In questo libro ho immaginato di percorrere una galleria di ritratti del desiderio composti dai modi principali con i quali Jacques Lacan ne ha definito l'esperienza. Per ciascuno di questi ritratti ho proposto una sosta e un commento concepito per essere accessibile anche ai non conoscitori della psicoanalisi e dell'opera di Lacan. Il lettore spero potrà apprezzare la ricchezza di questa strana galleria e farsi almeno un'idea del peso tutto particolare che la psicoanalisi assegna alla parola "desiderio". Ho ritenuto urgente la pubblicazione di questo libro non solo per omaggiare Lacan a trent'anni dalla sua scomparsa, ma per ribadire l'importanza di non lasciare cadere la sua lezione sul desiderio che trovo di grande attualità non solo per la psicoanalisi, ma per intendere la cifra antropologica e sociale più generale del nostro tempo.
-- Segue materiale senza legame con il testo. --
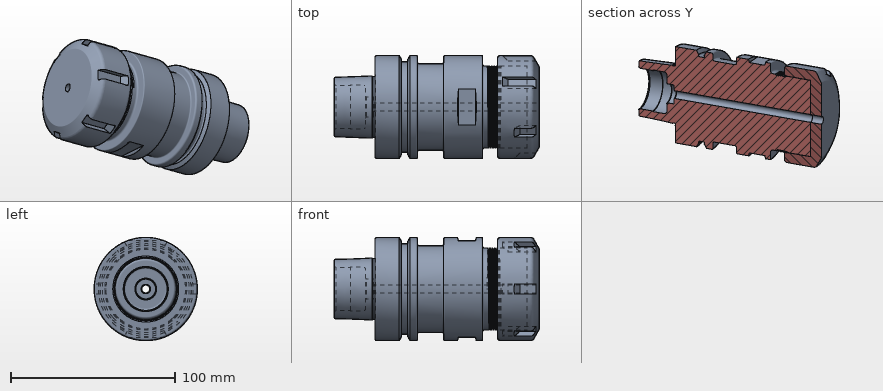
import cadquery as cq
import math

LENGTH = 125.0
OUTER_RADIUS = 31.5
EDGE_FILLET = 1.1

NOSE_RADIUS = 18.1
TAPER_END_X = 23.0
TAPER_END_RADIUS = 19.0
RELIEF_RADIUS = 18.6
RELIEF_START_X = 23.6
RELIEF_ARC = 0.8
RELIEF_RIM_RADIUS = 20.1
RELIEF_FACE_DEPTH = 0.2

FLANGE_X = 24.9
GRIP_FLOOR_RADIUS = 27.6
GRIP_FLOOR_START_X = 41.1
GRIP_FLOOR_END_X = 44.8
GRIP_FLOOR_FILLET = 0.4
GRIP_BEVEL_LENGTH = 1.5
GRIP_BEVEL_DEPTH = 2.6
FLANGE_END_X = 50.9

WAIST_RADIUS = 26.5
WAIST_FILLET = 0.8
COLLAR_X = 66.6
COLLAR_END_X = 90.4
COLLAR_END_FILLET = 0.6
SHANK_RADIUS = 25.0
SHANK_ROOT_FILLET = 1.1
SHANK_END_X = 117.5

FLAT_CENTER_X = 80.9
FLAT_HEIGHT = 29.5
FLAT_FLOOR_LENGTH = 10.2
FLAT_RIM_LENGTH = 11.5

THREAD_START_X = 93.8
THREAD_PITCH = 1.5
THREAD_TURNS = 5
THREAD_DEPTH = 0.8
THREAD_MOUTH = 1.1
THREAD_ROOT = 0.4

LIP_RADIUS = 13.0
LIP_END_X = 9.9
LIP_CHAMFER = 0.8
LIP_CHAMFER_LENGTH = 1.2
SOCKET_RADIUS = 13.4
SOCKET_DEPTH = 19.1
SOCKET_FLOOR_FILLET = 1.5
RECESS_RADIUS = 6.0
RECESS_DEPTH = 5.0
RECESS_CHAMFER = 0.6
THROUGH_RADIUS = 2.4
THROUGH_CHAMFER = 0.5

NUT_X = 99.4
NUT_REAR_FILLET = 2.1
NUT_CONE_X = 121.0
NUT_FACE_RADIUS = 24.4
NUT_CONE_FILLET = 2.5
NUT_FACE_FILLET = 0.5

SLOT_COUNT = 6
SLOT_WIDTH = 6.2
SLOT_FLOOR_RADIUS = 28.0
SHORT_SLOT_X = 109.6
LONG_SLOT_X = 102.5

CLEARANCE = 6.2
MATCH_TOLERANCE = 0.01


def round_rims(body, rims):
    """Fillet the circular edges given as (x, edge radius, fillet radius)."""
    for x, radius, fillet in rims:
        edges = [
            edge for edge in body.edges("%CIRCLE").vals()
            if abs(edge.Center().x - x) < MATCH_TOLERANCE
            and abs(edge.radius() - radius) < MATCH_TOLERANCE
        ]
        body = body.newObject(edges).fillet(fillet)
    return body


def cylinder(start_x, end_x, radius):
    return cq.Workplane("YZ", origin=(start_x, 0, 0)).circle(radius).extrude(end_x - start_x)


def revolve_about_x(profile):
    return profile.close().revolve(360, (0, 0, 0), (1, 0, 0))


def holder_blank():
    """Turned outside of the holder, from the nose to the threaded shank."""
    arc_middle = RELIEF_ARC * math.sqrt(0.5)
    arc_end_x = FLANGE_X + RELIEF_FACE_DEPTH
    arc_center_x = arc_end_x - RELIEF_ARC
    arc_end_radius = RELIEF_RADIUS + RELIEF_ARC
    bevel_radius = OUTER_RADIUS - GRIP_BEVEL_DEPTH
    profile = (
        cq.Workplane("XY")
        .moveTo(0, 0)
        .lineTo(0, NOSE_RADIUS)
        .lineTo(TAPER_END_X, TAPER_END_RADIUS)
        .lineTo(RELIEF_START_X, RELIEF_RADIUS)
        .lineTo(arc_center_x, RELIEF_RADIUS)
        .threePointArc(
            (arc_center_x + arc_middle, arc_end_radius - arc_middle),
            (arc_end_x, arc_end_radius),
        )
        .lineTo(FLANGE_X, RELIEF_RIM_RADIUS)
        .lineTo(FLANGE_X, OUTER_RADIUS)
        .lineTo(GRIP_FLOOR_START_X - GRIP_BEVEL_LENGTH, OUTER_RADIUS)
        .lineTo(GRIP_FLOOR_START_X, bevel_radius)
        .lineTo(GRIP_FLOOR_START_X, GRIP_FLOOR_RADIUS)
        .lineTo(GRIP_FLOOR_END_X, GRIP_FLOOR_RADIUS)
        .lineTo(GRIP_FLOOR_END_X, bevel_radius)
        .lineTo(GRIP_FLOOR_END_X + GRIP_BEVEL_LENGTH, OUTER_RADIUS)
        .lineTo(FLANGE_END_X, OUTER_RADIUS)
        .lineTo(FLANGE_END_X, WAIST_RADIUS)
        .lineTo(COLLAR_X, WAIST_RADIUS)
        .lineTo(COLLAR_X, OUTER_RADIUS)
        .lineTo(COLLAR_END_X, OUTER_RADIUS)
        .lineTo(COLLAR_END_X, SHANK_RADIUS)
        .lineTo(SHANK_END_X, SHANK_RADIUS)
        .lineTo(SHANK_END_X, 0)
    )
    return round_rims(revolve_about_x(profile), [
        (0, NOSE_RADIUS, EDGE_FILLET),
        (FLANGE_X, OUTER_RADIUS, EDGE_FILLET),
        (GRIP_FLOOR_START_X, GRIP_FLOOR_RADIUS, GRIP_FLOOR_FILLET),
        (GRIP_FLOOR_END_X, GRIP_FLOOR_RADIUS, GRIP_FLOOR_FILLET),
        (FLANGE_END_X, OUTER_RADIUS, EDGE_FILLET),
        (FLANGE_END_X, WAIST_RADIUS, WAIST_FILLET),
        (COLLAR_X, WAIST_RADIUS, WAIST_FILLET),
        (COLLAR_X, OUTER_RADIUS, EDGE_FILLET),
        (COLLAR_END_X, OUTER_RADIUS, COLLAR_END_FILLET),
        (COLLAR_END_X, SHANK_RADIUS, SHANK_ROOT_FILLET),
    ])


def countersink(x, radius, chamfer, length):
    """Cone that widens a bore mouth at x by the chamfer and narrows to the bore over the length."""
    return revolve_about_x(
        cq.Workplane("XY")
        .moveTo(x, 0)
        .lineTo(x, radius + chamfer)
        .lineTo(x + length, radius)
        .lineTo(x + length, 0)
    )


def stepped_bore():
    """Socket behind a guide lip, then a smaller recess and a through hole, with broken edges."""
    recess_end_x = SOCKET_DEPTH + RECESS_DEPTH
    socket = cylinder(LIP_END_X, SOCKET_DEPTH, SOCKET_RADIUS)
    socket = socket.faces(">X").edges().fillet(SOCKET_FLOOR_FILLET)
    return (
        socket
        .union(cylinder(0, LIP_END_X, LIP_RADIUS))
        .union(cylinder(SOCKET_DEPTH, recess_end_x, RECESS_RADIUS))
        .union(cylinder(recess_end_x, SHANK_END_X, THROUGH_RADIUS))
        .union(countersink(0, LIP_RADIUS, LIP_CHAMFER, LIP_CHAMFER_LENGTH))
        .union(countersink(SOCKET_DEPTH, RECESS_RADIUS, RECESS_CHAMFER, RECESS_CHAMFER))
        .union(countersink(recess_end_x, THROUGH_RADIUS, THROUGH_CHAMFER, THROUGH_CHAMFER))
    )


def wrench_flat(side):
    """Pocket with sloping ends, above the axis for side = 1 and below for side = -1."""
    pocket_depth = OUTER_RADIUS - FLAT_HEIGHT
    end_slope = (FLAT_RIM_LENGTH - FLAT_FLOOR_LENGTH) / 2 / pocket_depth
    half_floor = FLAT_FLOOR_LENGTH / 2
    half_top = half_floor + end_slope * (pocket_depth + CLEARANCE)
    top = OUTER_RADIUS + CLEARANCE
    return (
        cq.Workplane("XZ")
        .polyline([
            (FLAT_CENTER_X - half_floor, side * FLAT_HEIGHT),
            (FLAT_CENTER_X + half_floor, side * FLAT_HEIGHT),
            (FLAT_CENTER_X + half_top, side * top),
            (FLAT_CENTER_X - half_top, side * top),
        ])
        .close()
        .extrude(OUTER_RADIUS, both=True)
    )


def thread_groove():
    """Right-hand helical groove, swept along Z from +X and then turned onto the X axis."""
    helix = cq.Wire.makeHelix(THREAD_PITCH, THREAD_PITCH * THREAD_TURNS, SHANK_RADIUS)
    wall_slope = (THREAD_MOUTH - THREAD_ROOT) / 2 / THREAD_DEPTH
    overlap = THREAD_DEPTH / 2
    half_root = THREAD_ROOT / 2
    half_top = THREAD_MOUTH / 2 + wall_slope * overlap
    groove = (
        cq.Workplane("XZ")
        .polyline([
            (SHANK_RADIUS - THREAD_DEPTH, -half_root),
            (SHANK_RADIUS + overlap, -half_top),
            (SHANK_RADIUS + overlap, half_top),
            (SHANK_RADIUS - THREAD_DEPTH, half_root),
        ])
        .close()
        .sweep(cq.Workplane(obj=helix), isFrenet=True)
    )
    along_x = cq.Location(cq.Plane.YZ(origin=(THREAD_START_X, 0, 0)))
    return cq.Workplane(obj=groove.val().moved(along_x))


def make_holder():
    holder = holder_blank().cut(stepped_bore())
    for side in (1, -1):
        holder = holder.cut(wrench_flat(side))
    return holder.cut(thread_groove())


def nut_slot(start_x, angle):
    """Slot with a 45 degree run-in, turned from -Y by the angle about the X axis."""
    slot_depth = OUTER_RADIUS - SLOT_FLOOR_RADIUS
    slot = (
        cq.Workplane("XY")
        .polyline([
            (start_x + slot_depth, -SLOT_FLOOR_RADIUS),
            (LENGTH + CLEARANCE, -SLOT_FLOOR_RADIUS),
            (LENGTH + CLEARANCE, -OUTER_RADIUS - CLEARANCE),
            (start_x - CLEARANCE, -OUTER_RADIUS - CLEARANCE),
        ])
        .close()
        .extrude(SLOT_WIDTH / 2, both=True)
    )
    return slot.rotate((0, 0, 0), (1, 0, 0), angle)


def make_nut():
    """Cap that encloses the shank, with short slots on its -Y half and long slots on its +Y half."""
    profile = (
        cq.Workplane("XY")
        .moveTo(NUT_X, SHANK_RADIUS)
        .lineTo(NUT_X, OUTER_RADIUS)
        .lineTo(NUT_CONE_X, OUTER_RADIUS)
        .lineTo(LENGTH, NUT_FACE_RADIUS)
        .lineTo(LENGTH, THROUGH_RADIUS)
        .lineTo(SHANK_END_X, THROUGH_RADIUS)
        .lineTo(SHANK_END_X, SHANK_RADIUS)
    )
    nut = round_rims(revolve_about_x(profile), [
        (NUT_X, OUTER_RADIUS, NUT_REAR_FILLET),
        (NUT_CONE_X, OUTER_RADIUS, NUT_CONE_FILLET),
        (LENGTH, NUT_FACE_RADIUS, NUT_FACE_FILLET),
    ])
    for index in range(SLOT_COUNT):
        angle = index * 360 / SLOT_COUNT
        faces_minus_y = math.cos(math.radians(angle)) > 0
        start_x = SHORT_SLOT_X if faces_minus_y else LONG_SLOT_X
        nut = nut.cut(nut_slot(start_x, angle))
    return nut


holder = make_holder()
nut = make_nut()
result = cq.Compound.makeCompound([holder.solids().val(), nut.solids().val()])

In L'uomo senza inconscio avevo proposto una lettura psicoanalitica di questa cifra — della quale fece uso abbondante il rapporto del Censis del 2010 — fondata sull'idea che una nuova malattia si fosse diffusa, sotto una miriade di spoglie, in Occidente. Ho chiamato questa nuova malattia: estinzione, eclissi, spegnimento, tramonto del desiderio. L'Occidente capitalista, che ha liberato l'uomo dalle catene della miseria trasformandolo in un homo felix, ha prodotto una nuova forma di schiavitù: l'uomo senza inconscio è l'uomo senza desideri, condannato a perseguire un godimento schiacciato sul consumo compulsivo e perennemente insoddisfatto.
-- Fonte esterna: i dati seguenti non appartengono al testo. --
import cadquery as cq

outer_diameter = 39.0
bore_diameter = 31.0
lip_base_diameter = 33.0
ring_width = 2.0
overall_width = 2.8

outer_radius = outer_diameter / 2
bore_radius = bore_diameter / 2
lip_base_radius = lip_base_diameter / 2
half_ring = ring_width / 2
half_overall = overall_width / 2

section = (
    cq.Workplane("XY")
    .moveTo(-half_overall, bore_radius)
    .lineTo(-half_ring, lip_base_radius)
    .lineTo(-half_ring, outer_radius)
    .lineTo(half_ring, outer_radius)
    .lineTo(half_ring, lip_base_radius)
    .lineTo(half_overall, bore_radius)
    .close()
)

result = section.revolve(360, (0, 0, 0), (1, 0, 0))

In una sua celebre conferenza milanese agli inizi degli anni Settanta, di fronte a un pubblico spaesato, Jacques Lacan affermava che il discorso del capitalista era fatalmente destinato a "scoppiare". C'era, sosteneva con una speciale chiaroveggenza lui che era politicamente un liberale conservatore, qualcosa di "folle", di "infernale", di "insostenibile" in quel discorso. Non stava ovviamente parlando da economista, non interveniva sul tema marxista del crollo del capitalismo e non stava nemmeno offrendo una analisi sociale del fenomeno del capitalismo e delle sue differenti versioni storiche. Lacan era piuttosto interessato a cogliere la dimensione pulsionale di quell'economia che individuava nell'affermazione di un godimento cinico, individualista, centrato sulla fede feticistica nei confronti dell'oggetto e, soprattutto, sulle sue false promesse di redenzione. Per raffigurarlo proponeva l'immagine hitchcockiana di una seggiola a rotelle fatta viaggiare a una velocità folle e ingovernabile.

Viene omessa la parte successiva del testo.